* WORK INSTRUCTIONS:
Repeat each entry in the data, exactly.

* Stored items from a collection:
··········

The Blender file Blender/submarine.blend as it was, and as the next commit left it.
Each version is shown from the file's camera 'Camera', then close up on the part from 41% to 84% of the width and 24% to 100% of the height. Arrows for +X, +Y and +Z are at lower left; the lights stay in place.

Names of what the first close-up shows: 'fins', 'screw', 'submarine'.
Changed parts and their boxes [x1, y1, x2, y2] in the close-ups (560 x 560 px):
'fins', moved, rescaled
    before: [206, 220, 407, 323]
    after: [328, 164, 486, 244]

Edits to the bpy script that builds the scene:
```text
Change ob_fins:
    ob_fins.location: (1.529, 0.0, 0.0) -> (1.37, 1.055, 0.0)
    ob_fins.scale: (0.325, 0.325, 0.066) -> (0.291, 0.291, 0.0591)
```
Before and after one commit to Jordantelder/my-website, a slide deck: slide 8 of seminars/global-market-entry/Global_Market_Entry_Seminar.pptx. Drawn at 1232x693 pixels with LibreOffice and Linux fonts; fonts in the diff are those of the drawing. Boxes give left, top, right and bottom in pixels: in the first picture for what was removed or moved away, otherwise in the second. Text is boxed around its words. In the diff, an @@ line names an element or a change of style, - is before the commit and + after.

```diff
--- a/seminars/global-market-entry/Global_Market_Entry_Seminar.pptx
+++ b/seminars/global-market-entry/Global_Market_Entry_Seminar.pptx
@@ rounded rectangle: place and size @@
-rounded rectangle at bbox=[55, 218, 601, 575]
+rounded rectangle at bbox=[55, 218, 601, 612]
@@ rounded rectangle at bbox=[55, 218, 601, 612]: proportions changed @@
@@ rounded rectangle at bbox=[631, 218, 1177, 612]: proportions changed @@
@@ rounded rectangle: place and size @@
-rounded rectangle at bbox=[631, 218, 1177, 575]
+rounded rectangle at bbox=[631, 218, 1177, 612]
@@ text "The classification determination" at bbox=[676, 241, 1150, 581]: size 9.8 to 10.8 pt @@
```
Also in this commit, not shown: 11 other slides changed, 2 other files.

··········

* TASK OUTPUT:
The Blender file Blender/submarine.blend as it was, and as the next commit left it.
Each version is shown from the file's camera 'Camera', then close up on the part from 41% to 84% of the width and 24% to 100% of the height. Arrows for +X, +Y and +Z are at lower left; the lights stay in place.

Names of what the first close-up shows: 'fins', 'screw', 'submarine'.
Changed parts and their boxes [x1, y1, x2, y2] in the close-ups (560 x 560 px):
'fins', moved, rescaled
    before: [206, 220, 407, 323]
    after: [328, 164, 486, 244]

Edits to the bpy script that builds the scene:
```text
Change ob_fins:
    ob_fins.location: (1.529, 0.0, 0.0) -> (1.37, 1.055, 0.0)
    ob_fins.scale: (0.325, 0.325, 0.066) -> (0.291, 0.291, 0.0591)
```
Before and after one commit to Jordantelder/my-website, a slide deck: slide 8 of seminars/global-market-entry/Global_Market_Entry_Seminar.pptx. Drawn at 1232x693 pixels with LibreOffice and Linux fonts; fonts in the diff are those of the drawing. Boxes give left, top, right and bottom in pixels: in the first picture for what was removed or moved away, otherwise in the second. Text is boxed around its words. In the diff, an @@ line names an element or a change of style, - is before the commit and + after.

```diff
--- a/seminars/global-market-entry/Global_Market_Entry_Seminar.pptx
+++ b/seminars/global-market-entry/Global_Market_Entry_Seminar.pptx
@@ rounded rectangle: place and size @@
-rounded rectangle at bbox=[55, 218, 601, 575]
+rounded rectangle at bbox=[55, 218, 601, 612]
@@ rounded rectangle at bbox=[55, 218, 601, 612]: proportions changed @@
@@ rounded rectangle at bbox=[631, 218, 1177, 612]: proportions changed @@
@@ rounded rectangle: place and size @@
-rounded rectangle at bbox=[631, 218, 1177, 575]
+rounded rectangle at bbox=[631, 218, 1177, 612]
@@ text "The classification determination" at bbox=[676, 241, 1150, 581]: size 9.8 to 10.8 pt @@
```
Also in this commit, not shown: 11 other slides changed, 2 other files.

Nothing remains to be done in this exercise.